Training with Predefined Configurations

We have curated 3 configurations with suggested hyperparameters specifically for the NVIDIA DGX SuperPOD, which is equipped with 8 NVIDIA A100 80GB GPUs. The configurations for the curated models can be found in the conf/training/clip directory. You can access and modify the parameters to adjust the hyperparameters for your specific training runs. By customizing these settings, you can tailor the model’s performance and training efficiency to better suit your needs and requirements.

Model

Image size

Text Model size (M)

Image Model size (M)

Output dim

Batch Size per GPU

Accumulated Global Batch Size

Precision

AMP Level

Total Training Samples Seen

ViT B/32

224

63

87

512

500

32000

BF16

O2

12B

ViT L/14

224

123

303

768

112

32256

BF16

O2

12B

ViT H/14

224

354

638

1024

80

32000

BF16

O2

12B

To enable the training stage with a CLIP model, configure the configuration files:

  1. In the defaults section of conf/config.yaml, update the training field to point to the desired CLIP configuration file. For example, if you want to use the ViT B/32 (i.e. vit_B_32), change the training field to clip/vit_B_32.

    defaults:
      - _self_
      - cluster: bcm
      - data_preparation: multimodal/download_multimodal
      - training: clip/vit_B_32
      ...
    
  2. In the stages field of conf/config.yaml, make sure the training stage is included. For example,

    stages:
      - data_preparation
      - training
      ...
    
  3. Execute launcher pipeline: python3 main.py

Remarks:

  1. NeMo CLIP does not yet support gradient accumulation. Therefore, please ensure micro_batch_size * num_gpus = global_batch_size (i.e. gradient accumulation step is 1).
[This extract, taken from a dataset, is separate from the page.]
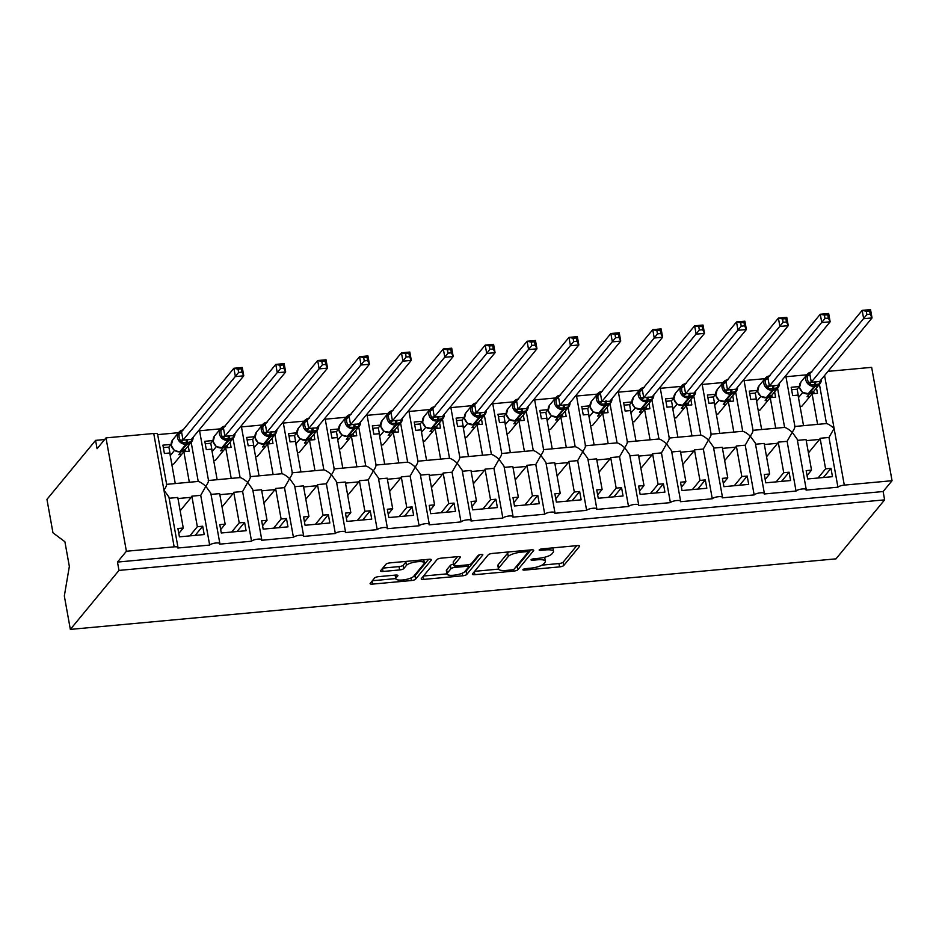 <?xml version="1.0" encoding="UTF-8"?>
<svg xmlns="http://www.w3.org/2000/svg" width="939" height="939" viewBox="0 0 939 939"><rect width="100%" height="100%" fill="white"/><g stroke="black" fill="none" stroke-linecap="round" stroke-linejoin="round"><path stroke-width="1.41" d="M522.953 569.574A2.418 0.657 169.8 0 0 522.87 569.785A2.418 0.657 169.8 0 0 524.643 570.102L559.585 566.886A3.451 0.939 169.8 0 0 563.752 565.513L579.516 546.392A3.451 0.939 169.8 0 0 579.633 546.087A3.451 0.939 169.8 0 0 577.109 545.629L542.155 548.857A2.418 0.657 169.8 0 0 539.244 549.808A2.418 0.657 169.8 0 0 539.162 550.031A2.418 0.657 169.8 0 0 540.934 550.336L545.453 549.925A11.057 2.993 169.8 0 1 553.529 551.369A11.057 2.993 169.8 0 1 553.177 552.355L551.862 553.951A11.057 2.993 169.8 0 1 538.54 558.318L534.009 558.74A2.418 0.657 169.8 0 0 531.098 559.691A2.418 0.657 169.8 0 0 531.016 559.902A2.418 0.657 169.8 0 0 532.789 560.219L537.308 559.808A11.057 2.993 169.8 0 1 545.383 561.252A11.057 2.993 169.8 0 1 545.031 562.238L543.716 563.834A11.057 2.993 169.8 0 1 530.394 568.201L525.863 568.611A2.418 0.657 169.8 0 0 522.953 569.574M378.781 576.616A3.451 0.939 169.8 0 0 374.614 577.99L370.189 583.354A3.451 0.939 169.8 0 0 370.083 583.659A3.451 0.939 169.8 0 0 372.607 584.105L411.423 580.537A3.451 0.939 169.8 0 0 415.578 579.163L431.353 560.043A3.451 0.939 169.8 0 0 431.459 559.738A3.451 0.939 169.8 0 0 428.935 559.292L390.119 562.86A3.451 0.939 169.8 0 0 385.964 564.233L380.612 570.712A3.451 0.939 169.8 0 0 380.506 571.018A3.451 0.939 169.8 0 0 383.03 571.464L399.638 569.938A3.451 0.939 169.8 0 0 403.805 568.576L406.458 565.36A9.237 2.5 169.8 0 1 416.212 561.862A9.237 2.5 169.8 0 1 424.346 562.907A9.237 2.5 169.8 0 1 424.052 563.74L413.676 576.323A9.237 2.5 169.8 0 1 403.911 579.821A9.237 2.5 169.8 0 1 395.777 578.776A9.237 2.5 169.8 0 1 396.07 577.943L397.807 575.853A3.451 0.939 169.8 0 0 397.913 575.537A3.451 0.939 169.8 0 0 395.389 575.091L378.781 576.616M884.632 499.865L118.983 570.407L70.343 629.4L835.992 558.846L884.632 499.865L883.13 491.531L892.05 480.709L844.302 485.111A5.282 1.432 -10.2 0 0 837.94 487.188L806.108 490.123A5.282 1.432 169.8 0 0 806.272 489.653A5.282 1.432 169.8 0 0 801.624 489.055A5.282 1.432 169.8 0 0 796.049 491.05L764.217 493.984A5.282 1.432 169.8 0 0 764.393 493.515A5.282 1.432 169.8 0 0 759.745 492.916A5.282 1.432 169.8 0 0 754.17 494.912L722.337 497.846A5.282 1.432 169.8 0 0 722.502 497.377A5.282 1.432 169.8 0 0 717.854 496.778A5.282 1.432 169.8 0 0 712.278 498.773L680.446 501.708A5.282 1.432 169.8 0 0 680.622 501.226A5.282 1.432 169.8 0 0 675.974 500.628A5.282 1.432 169.8 0 0 670.399 502.623L638.567 505.558A5.282 1.432 169.8 0 0 638.731 505.088A5.282 1.432 169.8 0 0 634.095 504.489A5.282 1.432 169.8 0 0 628.52 506.485L596.688 509.419A5.282 1.432 169.8 0 0 596.852 508.95A5.282 1.432 169.8 0 0 592.204 508.351A5.282 1.432 169.8 0 0 586.629 510.347L554.796 513.281A5.282 1.432 169.8 0 0 554.972 512.811A5.282 1.432 169.8 0 0 550.324 512.213A5.282 1.432 169.8 0 0 544.749 514.208L512.917 517.143A5.282 1.432 169.8 0 0 513.081 516.661A5.282 1.432 169.8 0 0 508.433 516.074A5.282 1.432 169.8 0 0 502.858 518.07L471.026 520.992A5.282 1.432 169.8 0 0 471.202 520.523A5.282 1.432 169.8 0 0 466.554 519.924A5.282 1.432 169.8 0 0 460.979 521.92L429.146 524.854A5.282 1.432 169.8 0 0 429.311 524.385A5.282 1.432 169.8 0 0 424.674 523.786A5.282 1.432 169.8 0 0 419.099 525.781L387.267 528.716A5.282 1.432 169.8 0 0 387.431 528.246A5.282 1.432 169.8 0 0 382.783 527.648A5.282 1.432 169.8 0 0 377.208 529.643L345.376 532.577A5.282 1.432 169.8 0 0 345.54 532.108A5.282 1.432 169.8 0 0 340.904 531.509A5.282 1.432 169.8 0 0 335.329 533.505L303.497 536.439A5.282 1.432 169.8 0 0 303.661 535.958A5.282 1.432 169.8 0 0 299.013 535.359A5.282 1.432 169.8 0 0 293.438 537.366L261.605 540.289A5.282 1.432 169.8 0 0 261.781 539.819A5.282 1.432 169.8 0 0 257.133 539.221A5.282 1.432 169.8 0 0 251.558 541.216L219.726 544.151A5.282 1.432 169.8 0 0 219.89 543.681A5.282 1.432 169.8 0 0 215.242 543.082A5.282 1.432 169.8 0 0 209.667 545.078L177.835 548.012A5.282 1.432 169.8 0 0 178.011 547.543A5.282 1.432 169.8 0 0 174.149 546.85L126.401 551.252L106.001 437.891L97.081 448.713L95.578 440.379L104.64 439.534M472.481 573.929A3.451 0.939 169.8 0 0 472.376 574.234A3.451 0.939 169.8 0 0 474.899 574.68L513.703 571.112A3.451 0.939 169.8 0 0 517.87 569.738L533.634 550.618A3.451 0.939 169.8 0 0 533.751 550.313A3.451 0.939 169.8 0 0 531.228 549.867L492.412 553.435A3.451 0.939 169.8 0 0 488.245 554.808L472.481 573.929M462.563 575.818L423.747 579.398A3.451 0.939 169.8 0 1 421.224 578.952A3.451 0.939 169.8 0 1 421.341 578.635L437.104 559.515A3.451 0.939 169.8 0 1 441.271 558.153L457.88 556.616A3.451 0.939 169.8 0 1 460.403 557.073A3.451 0.939 169.8 0 1 460.286 557.379L453.901 565.137A3.451 0.939 169.8 0 0 453.783 565.442A3.451 0.939 169.8 0 0 456.307 565.888L467.329 564.879A3.451 0.939 169.8 0 0 471.495 563.517L478.151 555.442A2.418 0.657 169.8 0 1 480.709 554.526A2.418 0.657 169.8 0 1 482.834 554.796A2.418 0.657 169.8 0 1 482.752 555.019L466.73 574.457A3.451 0.939 169.8 0 1 462.563 575.818L462.105 573.26M178.797 533.446L183.269 528.023L177.905 528.516L179.408 536.85L204.209 534.561L202.707 526.227L197.343 526.72L191.849 496.168L200.723 495.346L209.667 545.078M183.269 528.023L177.776 497.47L169.137 498.257M191.849 496.168A7.747 2.265 84.7 0 1 191.286 497.306L180.171 510.793M189.784 535.899L197.343 526.72M191.18 442.304L198.223 481.437C200.113 481.895 202.66 483.515 205.841 486.308L200.723 495.346M208.27 480.522C208.798 481.097 207.988 483.022 205.841 486.308L210.817 493.245L219.89 543.681M208.575 480.756L199.491 430.32A5.282 1.432 169.8 0 0 199.162 429.933M166.391 484.371C166.919 484.947 166.109 486.883 163.949 490.17L168.938 497.095L178.011 547.543M166.684 484.618L157.611 434.182A5.282 1.432 169.8 0 0 153.75 433.489L174.149 546.85M220.677 529.584L225.149 524.162L219.796 524.655L221.287 532.988L246.088 530.711L244.586 522.377L239.222 522.87L233.729 492.306L242.614 491.496L251.558 541.216M225.149 524.162L219.656 493.609L211.029 494.407M233.729 492.306A7.747 2.265 84.7 0 1 233.177 493.445L222.05 506.931M231.663 532.037L239.222 522.87M233.06 438.443L240.102 477.587C242.004 478.033 244.539 479.653 247.72 482.446L242.614 491.496M250.161 476.66C250.69 477.235 249.868 479.16 247.72 482.446L252.697 489.383L261.781 539.819M250.455 476.895L241.382 426.459A5.282 1.432 169.8 0 0 241.053 426.071M262.568 525.734L267.04 520.3L261.676 520.793L263.178 529.138L287.968 526.849L286.477 518.516L281.113 519.009L275.608 488.456L284.494 487.634L293.438 537.366M267.04 520.3L261.535 489.747L252.908 490.545M275.608 488.456A7.747 2.265 84.7 0 1 275.057 489.595L263.941 503.081M273.554 528.176L281.113 519.009M274.951 434.581L281.993 473.726C283.883 474.172 286.418 475.791 289.611 478.597L284.494 487.634M292.041 472.798C292.569 473.373 291.759 475.31 289.611 478.597L294.588 485.522L303.661 535.958M292.346 473.045L283.261 422.597A5.282 1.432 169.8 0 0 282.932 422.21M304.447 521.873L308.919 516.45L303.567 516.943L305.058 525.277L329.859 522.988L328.357 514.654L322.993 515.147L317.499 484.594L326.373 483.773L335.329 533.505M308.919 516.45L303.426 485.886L294.799 486.684M317.499 484.594A7.747 2.265 84.7 0 1 316.936 485.733L305.821 499.219M315.434 524.314L322.993 515.147M316.83 430.719L323.873 469.864C325.774 470.31 328.31 471.941 331.49 474.735L326.373 483.773M333.932 468.937C334.448 469.512 333.638 471.448 331.49 474.735L336.467 481.66L345.54 532.108M334.225 469.183L325.152 418.735A5.282 1.432 169.8 0 0 324.824 418.348M346.338 518.011L350.81 512.588L345.446 513.081L346.949 521.415L371.738 519.126L370.236 510.793L364.884 511.286L359.379 480.733L368.264 479.911L377.208 529.643M350.81 512.588L345.306 482.024L336.678 482.822M359.379 480.733A7.747 2.265 84.7 0 1 358.827 481.871L347.712 495.358M357.325 520.464L364.884 511.286M358.721 426.869L365.764 466.002C367.654 466.46 370.189 468.08 373.37 470.873L368.264 479.911M375.811 465.075C376.339 465.65 375.53 467.587 373.37 470.873L378.358 477.798L387.431 528.246M376.105 465.321L367.032 414.885A5.282 1.432 169.8 0 0 366.703 414.498M388.218 514.149L392.69 508.727L387.326 509.22L388.828 517.553L413.63 515.276L412.127 506.931L406.763 507.424L401.27 476.871L410.143 476.061L419.099 525.781M392.69 508.727L387.197 478.174L378.558 478.96M401.27 476.871A7.747 2.265 84.7 0 1 400.707 478.01L389.591 491.496M399.204 516.603L406.763 507.424M400.601 423.008L407.643 462.152C409.533 462.598 412.08 464.218 415.261 467.012L410.143 476.061M417.691 461.225C418.219 461.8 417.409 463.725 415.261 467.012L420.238 473.949L429.311 524.385M417.996 461.46L408.923 411.024A5.282 1.432 169.8 0 0 408.582 410.636M430.097 510.288L434.581 504.865L429.217 505.358L430.719 513.692L455.509 511.415L454.007 503.081L448.654 503.574L443.149 473.01L452.035 472.2L460.979 521.92M434.581 504.865L429.076 474.312L420.449 475.111M443.149 473.01A7.747 2.265 84.7 0 1 442.598 474.148L431.471 487.634M441.084 512.741L448.654 503.574M442.48 419.146L449.523 458.291C451.424 458.737 453.96 460.356 457.14 463.15L452.035 472.2M459.582 457.363C460.11 457.939 459.288 459.864 457.14 463.15L462.129 470.087L471.202 520.523M459.875 457.61L450.802 407.162A5.282 1.432 169.8 0 0 450.474 406.775M471.988 506.438L476.46 501.003L471.096 501.496L472.599 509.842L497.4 507.553L495.898 499.219L490.534 499.712L485.04 469.16L493.914 468.338L502.858 518.07M476.46 501.003L470.967 470.451L462.328 471.249M485.04 469.16A7.747 2.265 84.7 0 1 484.477 470.298L473.362 483.785M482.975 508.879L490.534 499.712M484.371 415.284L491.414 454.429C493.304 454.875 495.851 456.495 499.032 459.3L493.914 468.338M501.461 453.502C501.989 454.077 501.18 456.014 499.032 459.3L504.008 466.225L513.081 516.661M501.766 453.748L492.682 403.301A5.282 1.432 169.8 0 0 492.353 402.913M513.868 502.576L518.34 497.154L512.987 497.647L514.478 505.98L539.279 503.691L537.777 495.358L532.413 495.851L526.92 465.298L535.793 464.476L544.749 514.208M518.34 497.154L512.847 466.589L504.22 467.387M526.92 465.298A7.747 2.265 84.7 0 1 526.368 466.437L515.241 479.923M524.854 505.018L532.413 495.851M526.251 411.435L533.293 450.567C535.195 451.013 537.73 452.645 540.911 455.438L535.793 464.476M543.352 449.64C543.881 450.215 543.059 452.152 540.911 455.438L545.888 462.364L554.972 512.811M543.646 449.887L534.573 399.439A5.282 1.432 169.8 0 0 534.244 399.052M555.759 498.715L560.231 493.292L554.867 493.785L556.369 502.119L581.159 499.83L579.668 491.496L574.304 491.989L568.799 461.436L577.685 460.615L586.629 510.347M560.231 493.292L554.726 462.739L546.099 463.526M568.799 461.436A7.747 2.265 84.7 0 1 568.248 462.575L557.132 476.061M566.745 501.168L574.304 491.989M568.142 407.573L575.184 446.706C577.074 447.164 579.609 448.783 582.802 451.577L577.685 460.615M585.232 445.79C585.76 446.365 584.95 448.29 582.802 451.577L587.779 458.502L596.852 508.95M585.525 446.025L576.452 395.589A5.282 1.432 169.8 0 0 576.123 395.202M597.638 494.853L602.11 489.43L596.746 489.923L598.249 498.257L623.05 495.98L621.548 487.634L616.184 488.139L610.69 457.575L619.564 456.765L628.52 506.485M602.11 489.43L596.617 458.878L587.99 459.664M610.69 457.575A7.747 2.265 84.7 0 1 610.127 458.713L599.012 472.2M608.625 497.306L616.184 488.139M610.021 403.711L617.064 442.856C618.954 443.302 621.501 444.922 624.681 447.715L619.564 456.765M627.123 441.929C627.639 442.504 626.829 444.429 624.681 447.715L629.658 454.652L638.731 505.088M627.416 442.163L618.343 391.727A5.282 1.432 169.8 0 0 618.015 391.34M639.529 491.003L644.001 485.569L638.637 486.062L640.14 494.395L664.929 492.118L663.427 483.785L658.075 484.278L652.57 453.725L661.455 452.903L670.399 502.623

  2. For CLIP models, you can enable Exponential Moving Average (EMA) by setting training.exp_manager.ema.enable=True. However, EMA is currently not compatible with AMP O2. To use EMA, you must disable AMP O2 by setting training.model.megatron_amp_O2=False. Enabling EMA can help your model converge faster, but be aware that it may result in a slight performance penalty.